# Binky swallowed a balloon



## Duckdog (Jul 23, 2012)

Well the 'leave' and 'drop' commands are not working out too well for miss Binky! On our walk this morning she got hold of a deflated balloon with a knot in the end and no matter how much training commands, techniques, persuasion, sausage etc we tried we could not catch the little sod. So she ate it. Rang the vet so he is aware, but all we can do now is wait to see it appear at the other end...fingers crossed.


----------



## Von (Nov 1, 2012)

I expect it will- my old spaniel used to 'recycle' socks on a regular basis, and lived til she was 17. At least rubber is soft, and should just work its way through. A friend's lab puppy swallowed his hearing aid battery, and bits of his hearing aid, but came to no harm, and Jenna, my older 'poo broke a button off my cardigan, and swallowed that as a puppy, but lived to tell the tale, with no side effects. The vet said that one of the worst things to swallow is a needle and thread, not because of the needle, surprisingly, the thread is more of a problem!


----------



## Nanci (Mar 1, 2012)

Oh my goodness . . at least that was fairly nonharmful! Please keep us posted . .


----------



## Duckdog (Jul 23, 2012)

Von said:


> I expect it will- my old spaniel used to 'recycle' socks on a regular basis, and lived til she was 17. At least rubber is soft, and should just work its way through. A friend's lab puppy swallowed his hearing aid battery, and bits of his hearing aid, but came to no harm, and Jenna, my older 'poo broke a button off my cardigan, and swallowed that as a puppy, but lived to tell the tale, with no side effects. The vet said that one of the worst things to swallow is a needle and thread, not because of the needle, surprisingly, the thread is more of a problem!

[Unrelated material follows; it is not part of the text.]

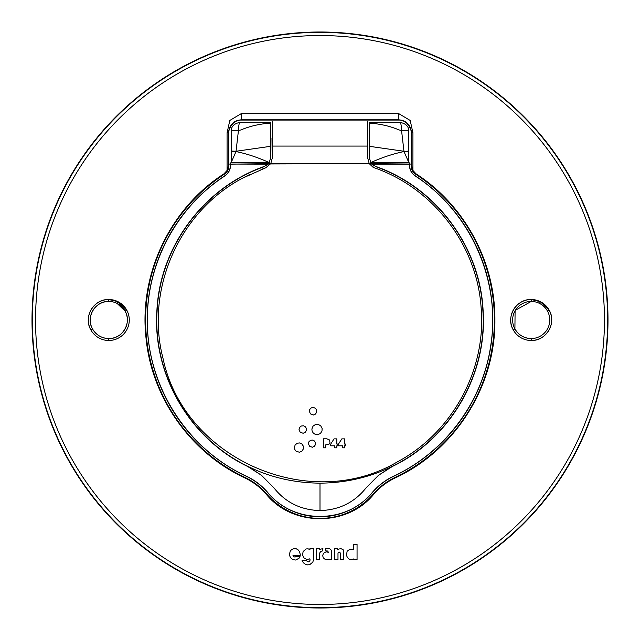 <?xml version="1.0" encoding="UTF-8"?>
<svg xmlns="http://www.w3.org/2000/svg" width="640" height="640" viewBox="0 0 640 640"><rect width="100%" height="100%" fill="white"/><g stroke="black" fill="none" stroke-linecap="round" stroke-linejoin="round"><path stroke-width="0.96" d="M515.088 310.784L514.912 328.896C518.584 335.088 524.008 338.304 531.2 338.56A18.56 18.56 0 0 0 549.76 320A18.56 18.56 0 0 0 531.2 301.44L515.392 310.28M531.2 299.52L531.2 301.44A18.56 18.56 0 0 0 512.64 320A18.56 18.56 0 0 0 531.2 338.56L531.2 340.48C546.184 341.112 556.912 323.032 549.176 310.184L540.36 301.68L531.2 299.52C516.216 298.888 505.488 316.968 513.224 329.816A20.48 20.48 0 0 0 541.016 337.976A20.48 20.48 0 0 0 540.36 301.68A20.48 20.48 0 0 0 513.224 329.816L514.912 328.896M411.64 165.84L411.2 166.072L411.2 132.8L411.64 132.8L411.64 165.84L412.92 170.472L416.024 173.816L415.536 174.096A174.4 174.4 0 0 1 394.88 477.504A65.6 65.6 0 0 0 373.344 493.944A70.4 70.4 0 0 1 266.656 493.944A65.6 65.6 0 0 0 245.12 477.504A174.4 174.4 0 0 1 224.464 174.096L223.976 173.816C170.112 208.416 138.8 274.352 146.024 337.968C151.672 397.64 190.544 452.688 244.904 477.96C253.16 481.912 260.288 487.344 266.272 494.272C292.56 526.816 347.44 526.816 373.728 494.272C379.712 487.344 386.84 481.912 395.096 477.96C454.992 450.288 495.512 386.296 494.904 320.32C495.464 262.32 464.752 205.28 416.024 173.816M412.92 170.472L412.92 132.8L410.192 120.448L398.4 113.424L241.6 113.424L229.808 120.448L227.08 132.8L227.08 170.472L223.976 173.816M125.088 311.104L126.776 310.184A20.48 20.48 0 0 0 94.056 305.784A20.48 20.48 0 0 0 118.616 337.976A20.48 20.48 0 0 0 126.776 310.184L117.96 301.68L108.8 299.52C93.816 298.888 83.088 316.968 90.824 329.816L92.512 328.896C96.184 335.088 101.608 338.304 108.8 338.56C122.376 339.128 132.096 322.744 125.088 311.104L117.104 303.4L117.96 301.68M412.92 132.8L411.64 132.8C410.456 124.568 406.048 120.24 398.4 119.816L241.6 119.816C233.952 120.24 229.544 124.568 228.36 132.8L228.36 165.84L227.08 170.472M608 320A288 288 0 0 0 320 32A288 288 0 0 0 32 320A288 288 0 0 0 320 608A288 288 0 0 0 608 320M399.208 120.048C408.392 119.528 412.592 133.072 411.2 132.8A12.8 12.8 0 0 0 398.4 120L241.6 120A12.8 12.8 0 0 0 228.8 132.8L228.8 166.072C228.704 169.48 227.256 172.152 224.464 174.096M409.432 165.208L409.6 164.064L409.432 165.208C409.56 169.784 411.496 173.384 415.248 176.016C470.328 211.576 501.064 280.4 490.792 345.144C482.944 401.4 445.224 452.272 393.68 476.12C385.368 480.072 378.224 485.544 372.232 492.52C346.792 524.376 293.208 524.376 267.768 492.52C261.776 485.544 254.632 480.072 246.32 476.12C186.728 448.808 146.456 385.088 147.368 319.536C147.088 262.736 177.152 206.992 224.752 176.016C228.504 173.384 230.44 169.784 230.568 165.208L230.568 164.152L270.752 163.656L267.848 164.152L264.336 166.408C204.08 187.424 159.896 246.648 156.912 310.392C152.36 374.392 189.72 438.704 247.584 466.44L261.488 475.296L247.688 466.24C190.176 438.664 152.904 374.912 157.088 311.272C159.728 247.888 203.128 188.736 262.808 167.208L263.128 167.088M409.6 165.208A12.8 12.8 0 0 0 415.336 175.88L415.248 176.016M393.68 476.12L393.752 476.272A172.8 172.8 0 0 0 415.336 175.88M393.752 476.272A64 64 0 0 0 372.36 492.632L372.232 492.52M267.768 492.52L267.64 492.632A68.8 68.8 0 0 0 372.36 492.632M267.64 492.632A64 64 0 0 0 246.248 476.272L246.32 476.12M224.752 176.016L224.664 175.88A172.8 172.8 0 0 0 246.248 476.272M224.664 175.88A12.8 12.8 0 0 0 230.4 165.208L230.4 164.064L267.848 164.152M367.68 121.6L367.68 157.912L369.248 163.656L409.432 164.152L372.152 164.152L369.248 163.656L411.2 164.064M376.872 167.088L377.192 167.208C436.632 188.664 479.952 247.416 482.872 310.536C487.368 374.408 450.056 438.56 392.32 466.24L378.456 475.344L392.416 466.44C449.96 438.848 487.272 375.08 483.144 311.392C480.544 247.28 436.256 187.528 375.664 166.408L372.152 164.152M266.432 165.608L268.296 164.072M228.8 164.064L369.248 163.656L374.248 167.776C433.216 188.032 476.904 245.072 481.096 307.28C486.72 369.368 452.528 432.552 397.472 461.816C309.176 514.04 183.76 458.592 162.96 358.128C145.032 289.128 179.416 211.36 242.528 178.184L265.752 167.776L270.752 163.656L272.32 157.912L272.32 146.072L367.68 146.072M378.456 475.344L365.872 488.12C354.304 502.56 339.016 510.04 320 510.568L320 483.16C346.096 482.896 370.12 477.296 392.096 466.352M320 510.568C300.984 510.04 285.696 502.56 274.128 488.12L261.488 475.296M320 483.16C293.904 482.896 269.872 477.296 247.904 466.352M108.8 338.56A18.56 18.56 0 0 0 127.36 320A18.56 18.56 0 0 0 108.8 301.44A18.56 18.56 0 0 0 90.24 320A18.56 18.56 0 0 0 108.8 338.56L108.8 340.48M241.6 113.424L241.6 120L240.168 120.08M399.952 120.096L398.4 120L398.4 113.424M377.192 167.208L371.64 164.008M262.808 167.208L268.36 164.008M373.568 165.608L371.704 164.072M108.8 299.52L108.8 301.44C95.224 300.872 85.504 317.256 92.512 328.896M240.048 120.096L241.264 120.024L240.048 120.096M411.2 166.072C411.296 169.48 412.744 172.152 415.536 174.096M242.528 178.184L249.992 174.352M260.984 169.56L265.752 167.776L270.752 163.656L369.248 163.656L373.04 167.248M272.32 121.6L272.32 146.072M369.304 146.304L369.208 123.128C379.912 123.784 389.92 126.072 399.224 129.984L401.552 130.504L403.96 151.256L369.304 146.304L369.28 157.44L370.68 162.336L408.736 162.32L409.6 163.2M369.208 123.128L369.176 122.36L400 122.368C400.808 122.64 401.328 125.352 401.552 130.504C405.88 130.512 408.296 130.744 408.8 131.2L408.776 151.064L404 151.576C393.696 153.616 382.792 157.208 371.28 162.336M369.144 133.592L369.144 148.008M408.776 151.576L408.736 162.336L404 151.576L408.776 151.576L408.776 151.064M240 122.368C239.192 122.64 238.672 125.352 238.448 130.504L240.776 129.984C250.08 126.072 260.088 123.784 270.792 123.128L270.824 122.36L240 122.368C234.088 123.56 231.152 126.504 231.2 131.2L231.264 162.336L230.4 163.2M270.992 138.128L270.856 156.496M270.792 123.128L270.72 157.44L269.32 162.336L231.264 162.336L236 151.576C246.304 153.616 257.208 157.208 268.72 162.336M231.2 131.2C231.688 130.744 234.104 130.512 238.448 130.504L236.04 151.256L270.696 146.304M231.224 151.064L236.04 151.256L231.224 151.576M259.88 162.416L241.56 162.416M398.44 162.416L380.12 162.416M400 122.368C405.912 123.56 408.848 126.504 408.8 131.2M549.176 310.184L547.488 311.104M540.36 301.68L539.504 303.4M35.536 320A284.464 284.464 0 0 0 320 604.464A284.464 284.464 0 0 0 604.464 320A284.464 284.464 0 0 0 320 35.536A284.464 284.464 0 0 0 35.536 320M295.064 557.072L293.672 556.68L293 555.472L300.296 555.288L300.256 554.432L299.512 551.688L298.344 550.032L296.368 548.832L294.24 548.584L292.008 549.328L290.328 550.864L289.328 554.776L290.48 557.704L292.896 559.648L295.832 560.048L299.104 558.136L300.056 556.696L296.36 556.296L295.064 557.072M328.576 548.52L325.464 548.52L325.464 550.896L327.64 551.008L328.424 552.296L326.24 551.872L324.448 552.528L323.192 553.912L322.72 555.776L323.296 557.832L325.216 559.432L331.664 559.696L331.528 550.696L330.544 549.224L328.576 548.488M313.44 548.584L309.952 548.584L309.952 549.6L308.096 548.832L306.088 548.936L303.176 551.464L302.52 554.624L303.68 557.728L306.712 559.496L309.696 558.864L310.152 559.928L309.56 561.344L308.136 561.936L306.28 560.648L302.064 560.496L303.304 562.688L305.24 564.2L307.64 564.88L309.736 564.664L312.808 562.128L313.416 560.144L313.44 548.584M357.056 544.336L353.672 544.336L353.672 549.72L349.84 549.24L347.104 551.296L346.504 555.376L347.456 557.6L349.136 559.128L351.288 559.656L353.672 558.952L353.672 559.696L357.056 559.696L357.056 544.336M319.752 549.392L319.576 548.552L316.272 548.552L316.272 559.696L319.576 559.696L319.736 552.928L320.816 551.464L322.576 550.912L322.904 548.6L319.752 549.392M334.424 548.728L337.776 548.728L337.776 549.816L339.256 548.936L341.224 548.768L343.152 549.752L343.704 551.144L343.704 559.696L340.512 559.696L340.512 553.152L339.232 552.032L337.992 553.152L337.984 559.696L334.424 559.696L334.424 548.728M607.656 320A287.656 287.656 0 0 0 320 32.344A287.656 287.656 0 0 0 32.344 320A287.656 287.656 0 0 0 320 607.656A287.656 287.656 0 0 0 607.656 320M394.88 477.504L395.096 477.96M244.904 477.96L245.12 477.504M240.792 120.048C231.608 119.528 227.408 133.072 228.8 132.8L227.08 132.8M228.8 166.072L228.36 165.84M317.568 434.776L315.496 434.512L313.376 433.216L312.088 431.072L311.88 428.976L313.04 426.168L315.496 424.488L318.088 424.352L320.712 425.792L322.12 428.456L321.992 431.072L320.344 433.552L317.576 434.72M299.44 452.256L296.032 451.16L294.72 449.376L294.36 447.56L295.144 444.968L297.176 443.272L299.44 442.928L301.896 443.976L303.36 446.184L303.36 448.944L301.896 451.16L299.44 452.208M312.376 447.256L309.472 446.168L308.416 443.608L309.032 441.584L310.616 440.28L312.736 440.064L314.552 441.048L315.52 442.88L315.432 444.68L314.296 446.4L312.376 447.216M303.16 433.288L300.136 432.152L299.04 429.464L299.68 427.36L301.328 426.008L303.528 425.792L305.408 426.808L306.336 428.344L306.336 430.592L305.144 432.392L303.16 433.24M313.448 415L310.424 413.872L309.328 411.192L309.776 409.4L311.28 407.88L313.448 407.448L315.424 408.288L316.608 410.072L316.608 412.32L315.424 414.112L313.448 414.952M336.824 445.808L337.784 445.808L337.784 444.048L336.824 444.048L336.824 438.872L334.04 438.872L330.728 444.048L330.728 445.808L334.784 445.808L334.784 447.832L336.824 447.832L336.824 445.808M344.6 445.808L345.56 445.808L345.56 444.048L344.6 444.048L344.6 438.872L341.824 438.872L338.504 444.048L338.504 445.808L342.56 445.808L342.56 447.832L344.6 447.832L344.6 445.808M326.832 438.8L329.616 440.008L329.992 442.936L328.784 444.44L325.744 444.848L325.744 447.832L323.504 447.832L323.504 438.8L326.832 438.8M408.872 149.392L408.872 132.208M231.128 148.32L231.128 133.28M240.616 120.064L399.392 120.064"/></g></svg>

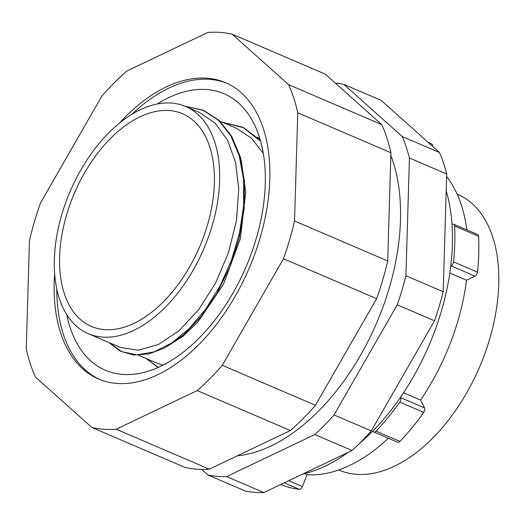<?xml version="1.0" encoding="UTF-8"?>
<svg xmlns="http://www.w3.org/2000/svg" width="525" height="525" viewBox="0 0 525 525"><rect width="100%" height="100%" fill="white"/><g stroke="black" fill="none" stroke-linecap="round" stroke-linejoin="round"><path stroke-width="0.79" d="M201.718 469.402L207.985 475.007L245.254 490.993A207.762 122.272 113.2 0 0 263.858 492.562L226.597 476.582A207.762 122.272 113.2 0 1 207.985 475.007M226.597 476.582L314.81 434.536L352.072 450.516L263.858 492.562M335.311 83.094A207.762 122.272 113.2 0 1 343.855 84.361L402.242 136.533A207.762 122.272 113.2 0 1 409.421 158.012L405.93 275.763A207.762 122.272 113.2 0 1 397.248 304.802L334.044 414.927A207.762 122.272 113.2 0 1 314.81 434.536M390.836 155.426A186.27 109.62 113.2 0 1 367.651 342.116A186.27 109.62 113.2 0 1 237.267 455.844M334.044 414.927L371.313 430.907A207.762 122.272 113.2 0 1 352.072 450.516M397.248 304.802L434.51 320.788L371.313 430.907M405.93 275.763L443.192 291.749A207.762 122.272 113.2 0 1 434.51 320.788M409.421 158.012L446.683 173.998L443.192 291.749M402.242 136.533L439.504 152.519A207.762 122.272 113.2 0 1 446.683 173.998M343.855 84.361L381.124 100.347L439.504 152.519M457.078 194.027L457.538 194.224A150.13 88.351 113.2 0 1 479.555 367.027A150.13 88.351 113.2 0 1 339.183 470.17L338.723 469.973M446.191 190.765A182.693 107.513 113.2 0 1 359.356 443.592M348.233 452.347A182.693 107.513 113.2 0 1 302.702 474.049M432.6 146.35A3.583 2.107 113.2 0 0 431.714 143.994A186.27 109.62 -66.8 0 0 427.987 142.222M466.843 229.878A170.513 100.347 -66.8 0 0 446.611 176.459M453.613 224.208L477.566 234.478A3.583 2.107 113.2 0 1 478.551 236.289L454.591 226.019A3.583 2.107 -66.8 0 0 453.613 224.208A3.583 2.107 -66.8 0 0 452.294 224.3L452.012 224.438M372.855 430.999L372.986 431.255A3.583 2.107 -66.8 0 0 373.702 431.963L397.655 442.234A3.583 2.107 113.2 0 0 399.945 441.407A186.27 109.62 -66.8 0 0 423.747 412.387A3.583 2.107 113.2 0 0 424.528 407.892L420.571 400.089A170.513 100.347 -66.8 0 0 466.515 280.192L475.02 276.143A3.583 2.107 113.2 0 0 477.481 272.153A186.27 109.62 -66.8 0 0 478.551 236.289M280.829 484.47A186.27 109.62 -66.8 0 0 299.375 489.346A3.583 2.107 113.2 0 0 302.452 486.57L307 474.712A170.513 100.347 -66.8 0 0 388.342 438.244M373.702 431.963A3.583 2.107 -66.8 0 0 375.992 431.137A186.27 109.62 -66.8 0 0 399.794 402.111A3.583 2.107 -66.8 0 0 400.575 397.615L400.444 397.359M450.778 266.004L451.06 265.867A3.583 2.107 -66.8 0 0 453.528 261.883A186.27 109.62 -66.8 0 0 454.591 226.019M307 474.712L304.474 473.629M420.571 400.089L403.535 392.785M466.515 280.192L449.833 273.039M240.161 156.529L244.519 181.624L244.138 209.409L239.131 238.357L229.845 266.897L216.891 293.475L201.049 316.634L183.297 335.127L164.686 347.957L183.002 336.262L197.748 322.206L223.401 284.399L240.411 238.645L245.752 191.907L241.132 159.902L240.168 156.529L231.597 136.041L219.109 120.33L203.273 110.204L184.859 106.168M88.272 333.67L120.212 347.373L138.213 350.221L158.327 344.571L178.979 330.789L198.548 309.822L215.506 283.139L228.506 252.637L236.486 220.461L238.757 188.908L235.627 162.684L227.653 140.352L215.23 123.204L199.008 112.225L185.699 106.516A123.585 72.732 -66.8 0 0 75.206 180.495A123.585 72.732 -66.8 0 0 76.23 325.953A123.585 72.732 -66.8 0 0 88.272 333.67A123.585 72.732 -66.8 0 0 173.014 298.869A123.585 72.732 -66.8 0 0 219.627 180.705A123.585 72.732 -66.8 0 0 185.699 106.516M263.333 153.418L251.403 138.141L236.276 128.205L220.126 121.282M138.534 355.235L157.474 363.352L162.894 365.183M185.043 106.24L203.018 110.296L218.492 120.251L230.738 135.627L239.216 155.682L243.567 179.432L243.626 205.702L239.466 233.198L231.368 260.558L219.798 286.44L205.413 309.553L189.013 328.762L171.485 343.133L153.779 351.96L136.861 354.834L121.656 351.638L108.997 342.562M222.324 122.227L243.344 127.68L260.656 141.284M158.327 367.356L146.258 358.542M214.357 183.218A115.703 68.093 -66.8 0 0 182.595 113.761A115.703 68.093 -66.8 0 0 74.406 193.252A115.703 68.093 -66.8 0 0 91.376 326.432A115.703 68.093 -66.8 0 0 170.717 293.842A115.703 68.093 -66.8 0 0 214.357 183.218M157.087 104.055A150.452 88.541 113.2 0 1 223.972 93.699A150.452 88.541 113.2 0 1 246.035 266.871A150.452 88.541 113.2 0 1 105.361 370.237A150.452 88.541 113.2 0 1 66.76 314.639M232.116 34.164L325.277 74.123L381.793 124.628L288.632 84.669L232.116 34.164A209.554 123.322 -66.8 0 0 207.848 32.438L126.787 71.072A209.554 123.322 -66.8 0 0 101.719 96.318L40.543 202.919A209.554 123.322 -66.8 0 0 29.459 240.66L26.25 348.863A209.554 123.322 -66.8 0 0 35.372 376.976L91.888 427.488A209.554 123.322 -66.8 0 0 116.163 429.214L197.216 390.574A209.554 123.322 -66.8 0 0 222.285 365.334L283.467 258.733A209.554 123.322 -66.8 0 0 294.545 220.986L297.76 112.783A209.554 123.322 -66.8 0 0 288.632 84.669M91.888 427.488L185.049 467.44A209.554 123.322 -66.8 0 0 209.317 469.166L290.377 430.533A209.554 123.322 -66.8 0 0 315.446 405.293L376.628 298.686A209.554 123.322 -66.8 0 0 387.706 260.945L390.915 152.742A209.554 123.322 -66.8 0 0 381.793 124.628M390.915 152.742L297.76 112.783M387.706 260.945L294.545 220.986M376.628 298.686L283.467 258.733M315.446 405.293L222.285 365.334M290.377 430.533L197.216 390.574M209.317 469.166L116.163 429.214M54.633 273.774A161.195 94.868 -66.8 0 0 98.464 378.971A161.195 94.868 -66.8 0 0 208.996 333.572A161.195 94.868 -66.8 0 0 269.804 179.445A161.195 94.868 -66.8 0 0 225.547 82.681A161.195 94.868 -66.8 0 0 119.116 123.434M226.866 83.265A161.195 94.868 -66.8 0 0 144.769 103.169A161.195 94.868 -66.8 0 0 131.67 114.457M56.785 289.058A161.195 94.868 -66.8 0 0 57.632 306.331A161.195 94.868 -66.8 0 0 99.803 379.523M475.02 276.143L451.06 265.867M424.528 407.892L400.575 397.615M302.452 486.57L288.763 480.69M431.714 143.994L428.354 142.557M477.481 272.153L453.528 261.883M423.747 412.387L399.794 402.111M399.945 441.407L375.992 431.137M299.375 489.346L284.235 482.849M108.878 342.51L120.238 351.166L133.763 355.038L148.805 353.955L164.686 347.957M222.147 122.148L243.042 127.299L260.4 140.365M146.14 358.496L158.117 367.447M259.79 138.292L257.388 137.261"/></g></svg>

Thank you for sharing your swallowing stories! Comforting to read that they can swallow all sorts and be fine. We have had plenty go in the other end since the balloon incident so am now waiting for imminent evacuation!


----------



## benson (Apr 18, 2012)

Went to change Benson's bedding in his crate last week and realised he had destroyed the zip on the cover and no matter how hard I looked couldnt find the metal fastener and quite a few of the metal bits also seem to have disappeared, dont know when he did it but no ill effects so far!! Hope Binky also shows no ill effects either!!


----------



## Duckdog (Jul 23, 2012)

Nanci said:


> Oh my goodness . . at least that was fairly nonharmful! Please keep us posted . .


Yes the vet said as it was smooth rubber hopefully it will pass straight through.


----------



## Duckdog (Jul 23, 2012)

benson said:


> Went to change Benson's bedding in his crate last week and realised he had destroyed the zip on the cover and no matter how hard I looked couldnt find the metal fastener and quite a few of the metal bits also seem to have disappeared, dont know when he did it but no ill effects so far!! Hope Binky also shows no ill effects either!!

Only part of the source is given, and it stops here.